Mr Miliband and Mrs Clinton issued a statement after talks in Washington
The US and UK have urged Sri Lanka's government and Tamil Tiger rebels to stop fighting "immediately" and allow an evacuation of trapped civilians.
US Secretary of State Hillary Clinton and her UK counterpart David Miliband also expressed alarm at the large number of reported civilian casualties.
The top UN aid official said the situation in the conflict zone in north-eastern Sri Lanka was "awful".
The rebels earlier accused the army of killing 49 people in a hospital.
The Tamil Tigers said the makeshift hospital in Mullivaikal in the rebel-held enclave was hit on Tuesday morning.
The Sri Lankan government denied the army had caused civilian casualties or used heavy weapons in civilian areas, but said it had pierced rebel defences.
As it advanced south, the army also said that all voices speaking from the Tiger-held zone amounted to misinformation.
The claims are impossible to verify as reporters are banned from the area.
More than 400 people were killed and over 1,000 injured over the weekend in what the UN has described as a "bloodbath".
The UN estimates that about 50,000 civilians are trapped by the conflict, in a three-sq-km strip of land. Most of this area has been designated by the government as a safe zone which will not be attacked by air or by heavy weapons.

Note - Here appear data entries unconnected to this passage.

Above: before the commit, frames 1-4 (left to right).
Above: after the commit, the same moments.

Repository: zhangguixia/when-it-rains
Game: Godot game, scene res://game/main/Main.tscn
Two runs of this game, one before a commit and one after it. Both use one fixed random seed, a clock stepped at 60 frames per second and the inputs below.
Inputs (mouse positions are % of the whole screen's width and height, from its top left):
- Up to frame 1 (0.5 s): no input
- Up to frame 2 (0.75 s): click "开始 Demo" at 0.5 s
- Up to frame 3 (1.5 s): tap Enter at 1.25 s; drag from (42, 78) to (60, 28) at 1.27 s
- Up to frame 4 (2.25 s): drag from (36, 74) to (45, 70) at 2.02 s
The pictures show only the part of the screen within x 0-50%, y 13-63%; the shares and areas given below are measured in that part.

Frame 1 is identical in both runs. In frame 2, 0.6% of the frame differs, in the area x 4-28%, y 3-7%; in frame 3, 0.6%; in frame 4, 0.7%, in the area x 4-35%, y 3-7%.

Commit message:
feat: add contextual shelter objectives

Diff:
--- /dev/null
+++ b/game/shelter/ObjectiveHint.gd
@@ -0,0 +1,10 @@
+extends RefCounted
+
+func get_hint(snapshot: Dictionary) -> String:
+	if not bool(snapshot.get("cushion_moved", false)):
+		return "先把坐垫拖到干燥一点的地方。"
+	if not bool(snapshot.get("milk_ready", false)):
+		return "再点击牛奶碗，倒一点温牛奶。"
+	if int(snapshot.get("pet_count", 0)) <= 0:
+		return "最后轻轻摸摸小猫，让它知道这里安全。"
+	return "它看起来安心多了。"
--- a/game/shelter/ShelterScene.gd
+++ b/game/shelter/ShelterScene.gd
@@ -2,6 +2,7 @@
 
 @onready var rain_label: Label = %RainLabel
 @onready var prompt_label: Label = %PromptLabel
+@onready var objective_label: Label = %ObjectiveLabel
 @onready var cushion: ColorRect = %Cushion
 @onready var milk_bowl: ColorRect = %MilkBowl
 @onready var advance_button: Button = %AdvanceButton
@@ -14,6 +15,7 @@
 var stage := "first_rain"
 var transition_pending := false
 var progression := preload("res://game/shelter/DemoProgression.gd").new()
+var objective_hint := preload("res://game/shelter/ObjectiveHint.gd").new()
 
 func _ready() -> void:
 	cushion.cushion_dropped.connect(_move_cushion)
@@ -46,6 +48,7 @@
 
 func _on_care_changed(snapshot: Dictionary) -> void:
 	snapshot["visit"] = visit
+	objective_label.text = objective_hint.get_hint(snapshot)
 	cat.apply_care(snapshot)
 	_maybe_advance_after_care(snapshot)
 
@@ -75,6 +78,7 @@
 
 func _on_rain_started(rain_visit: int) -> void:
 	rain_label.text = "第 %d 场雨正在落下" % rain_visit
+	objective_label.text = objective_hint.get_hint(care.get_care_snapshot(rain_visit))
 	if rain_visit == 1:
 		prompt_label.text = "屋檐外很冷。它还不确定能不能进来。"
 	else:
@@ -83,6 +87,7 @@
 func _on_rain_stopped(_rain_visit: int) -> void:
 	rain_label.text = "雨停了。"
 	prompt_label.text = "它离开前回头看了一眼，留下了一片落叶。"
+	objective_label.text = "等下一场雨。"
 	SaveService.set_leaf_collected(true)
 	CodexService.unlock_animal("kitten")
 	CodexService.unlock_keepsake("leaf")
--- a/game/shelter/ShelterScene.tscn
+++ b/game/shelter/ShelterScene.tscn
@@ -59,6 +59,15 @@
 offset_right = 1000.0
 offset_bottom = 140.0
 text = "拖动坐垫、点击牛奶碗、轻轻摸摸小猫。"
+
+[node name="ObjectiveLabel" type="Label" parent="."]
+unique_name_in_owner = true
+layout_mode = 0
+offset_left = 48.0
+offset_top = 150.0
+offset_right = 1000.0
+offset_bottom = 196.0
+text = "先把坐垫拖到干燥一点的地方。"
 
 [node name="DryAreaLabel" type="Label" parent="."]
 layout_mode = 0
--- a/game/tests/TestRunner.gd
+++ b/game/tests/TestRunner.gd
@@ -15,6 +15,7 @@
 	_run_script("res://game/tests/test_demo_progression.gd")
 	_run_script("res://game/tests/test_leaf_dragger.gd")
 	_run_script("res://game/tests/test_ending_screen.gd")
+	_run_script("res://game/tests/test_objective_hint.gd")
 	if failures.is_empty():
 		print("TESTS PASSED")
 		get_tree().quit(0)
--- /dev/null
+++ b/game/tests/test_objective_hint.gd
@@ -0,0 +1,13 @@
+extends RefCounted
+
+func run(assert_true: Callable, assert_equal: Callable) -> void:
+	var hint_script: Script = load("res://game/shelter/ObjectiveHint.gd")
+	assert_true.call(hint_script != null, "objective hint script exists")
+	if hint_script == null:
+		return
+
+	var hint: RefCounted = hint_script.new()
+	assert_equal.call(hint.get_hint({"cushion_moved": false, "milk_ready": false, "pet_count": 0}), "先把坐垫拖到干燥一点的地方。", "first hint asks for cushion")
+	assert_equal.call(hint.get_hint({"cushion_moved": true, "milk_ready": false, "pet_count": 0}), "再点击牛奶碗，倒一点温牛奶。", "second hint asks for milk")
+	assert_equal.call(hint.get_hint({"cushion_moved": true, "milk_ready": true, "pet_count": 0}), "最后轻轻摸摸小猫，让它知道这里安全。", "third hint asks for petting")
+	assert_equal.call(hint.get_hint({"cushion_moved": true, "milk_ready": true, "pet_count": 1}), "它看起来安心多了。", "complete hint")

Mrs Clinton and Mr Miliband issued a joint statement on Sri Lanka, following their talks in Washington.
The statement urged all sides in Sri Lanka to "end hostilities immediately and allow for the safe evacuation of the tens of thousands of civilians trapped within the safe zone".
It also said London and Washington were alarmed "at the large number of reported civilian casualties over the past several days in the designated 'safe zone'".
The two top diplomats called for "a political solution that reconciles all Sri Lankans, and establishes a meaningful role for Tamil and other minorities in national political life".
Their appeal was the latest in a series of calls by the international community to try to end the fighting on the Indian Ocean island.
Aid shipment abandoned
Earlier on Tuesday, UN humanitarian co-ordinator John Holmes said intransigence by both the Sri Lankan government and the rebels had created an "absolutely awful situation".
"The LTTE [Tamil Tigers] are clearly still holding onto that population against their will, using them as human shields," he said at a news conference in Geneva.
"The government have said they are not using heavy weapons. But the evidence suggests that they are continuing to do so, at least to some extent."
Meanwhile, the International Committee of the Red Cross (ICRC) on Tuesday abandoned an attempt to deliver aid by sea to the enclave and evacuate many sick and injured civilians.
An ICRC spokeswoman said the fighting was too fierce and another attempt would be made on Wednesday. The last evacuation was on Saturday.
The Tamil Tigers have fought for an independent homeland for Sri Lanka's Tamil minority since 1983.
More than 70,000 people have been killed in the war.